Ask HN: A developers opinion of Treehouse - danielhollands

Hi all,
I love web apps and want to start to build my own. ive been doing graphic design and motion graphic work for years and have purposefully put off learning any sort of code because i think its better to make money doing something you love and pay someone to do something you dont. But recently I've decided that I need to bite the bullet and learn how to code (HTML,CSS and rails) looking at a lot of the training sites out there I'm leaning towards using Treehouse. I was wondering who else has used it and if any developers have used it would you recommend it? Thanks
======
muellerwolfram
i'm not a treehouse user, and while i hear awesome stories about their company
(like having a 4-day work week, or getting funding although they don't plan an
"exit"), I don't know anything about the quality of their lessons...

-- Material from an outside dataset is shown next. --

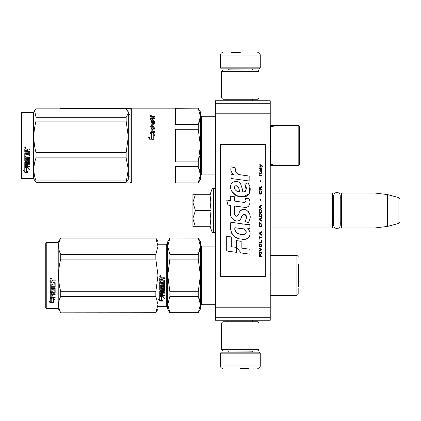 <?xml version="1.0" encoding="UTF-8"?>
<svg xmlns="http://www.w3.org/2000/svg" width="421" height="421" viewBox="0 0 421 421"><rect width="100%" height="100%" fill="white"/><g stroke="black" fill="none" stroke-linecap="round" stroke-linejoin="round"><path stroke-width="0.63" d="M215.363 141.488L215.363 150.186M215.363 271.198L215.363 279.897M215.363 103.24L215.363 100.745L270.24 100.745L270.24 320.255L215.363 320.255L215.363 103.24L270.24 103.24M215.363 113.217L270.24 113.217M215.363 307.783L270.24 307.783M215.363 317.76L270.24 317.76M215.363 306.283L215.363 304.715L201.396 304.715L200.396 305.709L201.396 304.715L201.396 246.096L200.396 245.096L201.396 246.096L215.363 246.096M270.24 193.039L332.101 193.039L332.601 193.539L332.601 227.461L332.101 227.961L270.24 227.961M333.7 222.651A2.994 2.994 32.1 0 0 332.601 224.967A2.994 2.994 32.1 0 1 333.7 222.651L333.7 225.23A3.268 3.268 0 0 0 336.968 228.498A3.268 3.268 0 0 0 340.236 225.23L340.236 195.77A3.268 3.268 0 0 0 336.968 192.502A3.268 3.268 0 0 0 333.7 195.77L333.7 198.349A2.994 2.994 147.8 0 1 332.601 196.033M341.331 196.033A2.994 2.994 -137.8 0 1 340.236 198.349A2.994 2.994 -137.8 0 0 341.331 196.033M341.831 193.039L375.006 193.039L375.006 227.961L387.478 226.43L398.103 223.583A2.494 2.494 -55.9 0 0 399.95 221.172L399.95 199.828A2.494 2.494 -124.1 0 0 398.103 197.417L398.103 223.583L387.478 226.43L375.006 227.961L341.831 227.961L341.331 227.461L341.331 193.539L341.831 193.039L341.831 227.961M375.006 193.039L387.478 194.57L398.103 197.417A2.494 2.494 -124.1 0 1 399.95 199.828L399.95 221.172A2.494 2.494 -55.9 0 1 398.103 223.583M332.101 193.039L332.101 227.961L332.601 227.461M341.331 224.967A2.994 2.994 -42.2 0 0 340.236 222.651M387.478 194.57L387.478 226.43M192.913 210.5L192.913 202.396L195.423 210.5L192.913 218.436L192.913 210.5M210.147 194.286L212.01 189.161A1.495 1.495 140.8 0 1 213.421 188.176L213.868 188.176A1.495 1.495 -130.2 0 1 215.363 189.671A1.495 1.495 -130.2 0 0 213.868 188.176L213.868 232.824A1.495 1.495 -49.8 0 0 215.363 231.329M213.421 188.176L213.421 232.824L213.868 232.824M212.01 189.161L212.01 231.839A1.495 1.495 39.2 0 0 213.421 232.824A1.495 1.495 39.2 0 1 212.01 231.839L210.147 226.714L212.01 231.839M192.913 226.714L195.423 226.714L192.913 226.714L192.913 218.778L195.423 226.714L211.058 226.714L210.147 218.846L211.058 210.5L210.147 202.222L211.058 194.286L195.423 194.286L192.913 202.396L192.913 194.286L195.423 194.286L192.913 194.286M192.913 218.778L192.913 218.436M211.058 210.5L195.423 210.5M260.262 67.818L220.351 67.818L221.351 68.818L259.268 68.818L260.262 67.818L260.262 55.098C260.115 53.583 259.283 52.751 257.768 52.604M240.307 52.604L231.576 52.604M220.351 353.182L221.351 352.182L259.268 352.182L260.262 353.182L220.351 353.182L220.351 365.902C220.499 367.417 221.33 368.249 222.846 368.396M240.307 368.396L249.037 368.396M333.7 195.77L333.7 225.23A3.268 3.268 0 0 0 336.968 228.498A3.268 3.268 0 0 0 340.236 225.23M221.599 349.688L259.015 349.688L257.768 350.935L222.846 350.935L221.599 349.688L221.599 322.996L259.015 322.996L257.768 321.749L222.846 321.749L221.599 322.996M259.015 71.312L221.599 71.312L222.846 70.065L257.768 70.065L259.015 71.312L259.015 98.004L257.768 99.251L222.846 99.251L221.599 98.004L259.015 98.004M45.747 307.956L46.242 308.456L45.747 307.956L45.747 242.854L46.242 242.354L58.219 242.354L60.735 237.986L155.833 237.986L157.991 241.728L157.991 246.243L155.833 237.986M200.396 241.728L198.238 237.986L200.396 246.243L200.396 241.728L200.396 309.077L200.396 275.408L198.238 291.716L198.238 296.41L200.396 304.567L200.396 309.077L200.396 304.567L198.238 312.819L169.879 312.724L198.238 312.724M298.179 288.038L298.179 294.237L298.179 288.038M298.505 263.978L298.505 286.827A3.115 3.115 0 0 1 298.179 287.011M60.35 108.85L60.735 108.181L198.238 108.181L200.396 111.923L200.396 174.757L200.396 116.433L198.238 124.59L199.538 121.495M60.35 182.346L60.735 183.014L131.205 182.914M128.31 161.906L129.058 161.906M128.31 129.284L129.058 129.284M128.31 124.59L129.058 124.59M60.456 108.85L60.735 108.276L131.205 108.276M128.31 166.605L129.058 166.605M60.735 182.914L60.461 182.346M199.538 169.695L198.238 166.605L200.396 174.757L200.396 116.433L200.396 145.598L198.238 161.906L199.443 156.291M59.808 287.575L60.735 291.716L155.833 291.716L157.991 275.402L155.833 259.094L155.833 254.395L157.991 246.243L157.991 309.077L155.833 312.819L157.991 304.567L155.833 296.41L155.833 291.716M58.219 242.354L58.219 308.456L60.735 312.819L155.833 312.724M59.377 251.116L60.735 254.395L155.833 254.395M60.735 312.724C57.882 307.288 57.882 301.846 60.735 296.41L60.735 291.716C57.882 280.844 57.882 269.966 60.735 259.094L155.833 259.094M60.735 259.094L60.735 254.395C57.882 248.958 57.882 243.522 60.735 238.086L155.833 238.086M60.735 296.41L155.833 296.41M51.93 298.489L51.93 298.842L50.236 298.126L53.404 298.126L54.998 300.105L53.451 299.478L53.451 302.704L51.93 302.157L51.93 298.489L51.052 298.126M53.451 302.294L51.93 301.752M53.451 299.115L53.451 299.478L53.451 299.115L54.998 299.731M50.236 301.262L50.236 298.273L50.236 301.657L48.662 301.062L50.257 302.831L49.189 301.262M50.257 302.831L53.451 302.831L51.757 302.22L51.757 298.915L51.757 301.815L53.451 302.415L52.641 302.415M52.293 302.415L50.257 302.415M51.757 298.557L50.236 297.926M53.388 280.928L55.151 280.928L55.151 279.933L55.151 280.844L53.388 280.844L53.004 281.339L53.388 280.844M55.151 282.707L55.151 286.538L54.762 286.912L55.151 286.375L55.151 282.707L54.762 282.307L53.004 282.307L53.004 281.339M54.762 286.738L51.157 286.738L54.762 286.912M55.151 287.785L55.151 288.648L51.157 288.648L55.151 288.448L55.151 287.785L51.157 287.785L51.157 286.912M52.083 290.827L52.083 289.543L52.083 291.064L51.157 291.064L51.157 288.648M55.151 289.543L55.151 292.921L54.762 293.248L53.004 293.248L53.004 292.974L55.151 292.653L55.151 289.543L54.762 289.19L52.467 289.19L52.083 289.543M55.151 294.263L55.151 294.721L51.157 294.721L51.157 295.016L55.151 295.016L55.151 294.263L53.004 294.263L53.004 293.248M52.083 296.673L52.083 295.316L52.083 296.994L51.157 296.884L51.157 295.016M53.004 296.673L53.004 295.316L52.083 295.316M55.151 296.994L55.151 297.694L50.62 297.694L50.236 297.405L50.236 292.921L50.236 297.073L50.62 297.363L55.151 297.363L55.151 296.994L53.004 296.994L53.004 295.316M54.225 289.964L54.077 292.59L50.62 292.59L50.236 292.921M54.077 289.832L53.004 289.964M54.077 290.053L53.151 289.832M53.004 291.443L52.614 291.769L53.004 291.685L53.151 290.053M52.614 291.769L50.62 291.769L50.236 291.443L50.236 283.843L50.236 291.685L50.62 291.769M52.614 292.021L50.62 292.021M51.157 285.67L51.157 283.843L50.236 283.843M52.083 285.812L52.083 284.296L52.083 285.975L51.157 285.827L51.157 283.843M53.004 285.812L53.004 284.296L52.083 284.296M54.225 283.117L54.077 285.975L53.004 285.975L53.004 284.296M54.077 282.965L50.236 282.965L50.236 280.354L50.62 279.933L52.004 279.933L52.578 280.554L53.151 279.933L55.151 279.933M54.077 283.08L50.236 283.08L50.236 280.354M51.309 293.248L52.083 293.248L52.083 294.263L51.157 294.137L51.309 292.974L51.157 293.858M52.083 293.248L51.309 292.974M51.157 281.086L51.157 282.307L52.083 282.307L52.083 280.928L51.157 281.086M52.083 280.928L51.157 281.002M50.857 279.255L50.857 277.865L51.483 278.565L50.857 279.255L51.483 278.539M51.757 298.915L50.236 298.273M45.747 242.854L46.242 242.354L46.242 308.456L58.219 308.456M50.741 278.707L50.594 278.439L50.741 278.707M51.294 278.849L50.909 278.707L51.294 278.244L50.415 278.318L50.415 278.849L51.294 278.849M198.238 237.986L169.879 237.986L167.721 241.728L167.721 246.243L169.879 254.395L169.879 259.094L198.238 259.094L198.238 254.395L199.538 251.305M198.238 259.094L200.396 275.402L200.396 290.558M199.538 299.505L198.238 296.41L169.879 296.41L167.721 304.567L168.005 301.704M169.879 254.395L198.238 254.395L200.396 246.243M169.879 312.819L167.721 309.077L167.721 304.567L169.879 312.724M169.879 296.41L169.879 291.716L198.238 291.716M167.721 304.567L167.721 275.402L169.879 291.716M169.879 259.094L167.721 275.402L168.005 269.682M298.179 272.929L298.179 269.087M298.179 265.988L298.179 284.822M169.879 237.986L198.238 238.086M169.879 238.086L167.721 246.243L168.005 243.38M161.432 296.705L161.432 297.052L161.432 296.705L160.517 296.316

but I do know two free resources for learning rails, and having used both of
them I can wholeheartedly recommend them:

<https://class.coursera.org/saas/lecture/preview>

<http://ruby.railstutorial.org/>

after completing these two you will be able to build your own web app, and go
from there. afterward it's not so much about learning rails in general. it's
more about coming across a very specific problem that you encounter while
building your app, in which case google is your friend.

i really don't want to bad mouth treehouse, but i feel like there are enough
free resources out there to get you started. especially for rails. on the
other hand, paying 25$ dollars a month, might keep you committed.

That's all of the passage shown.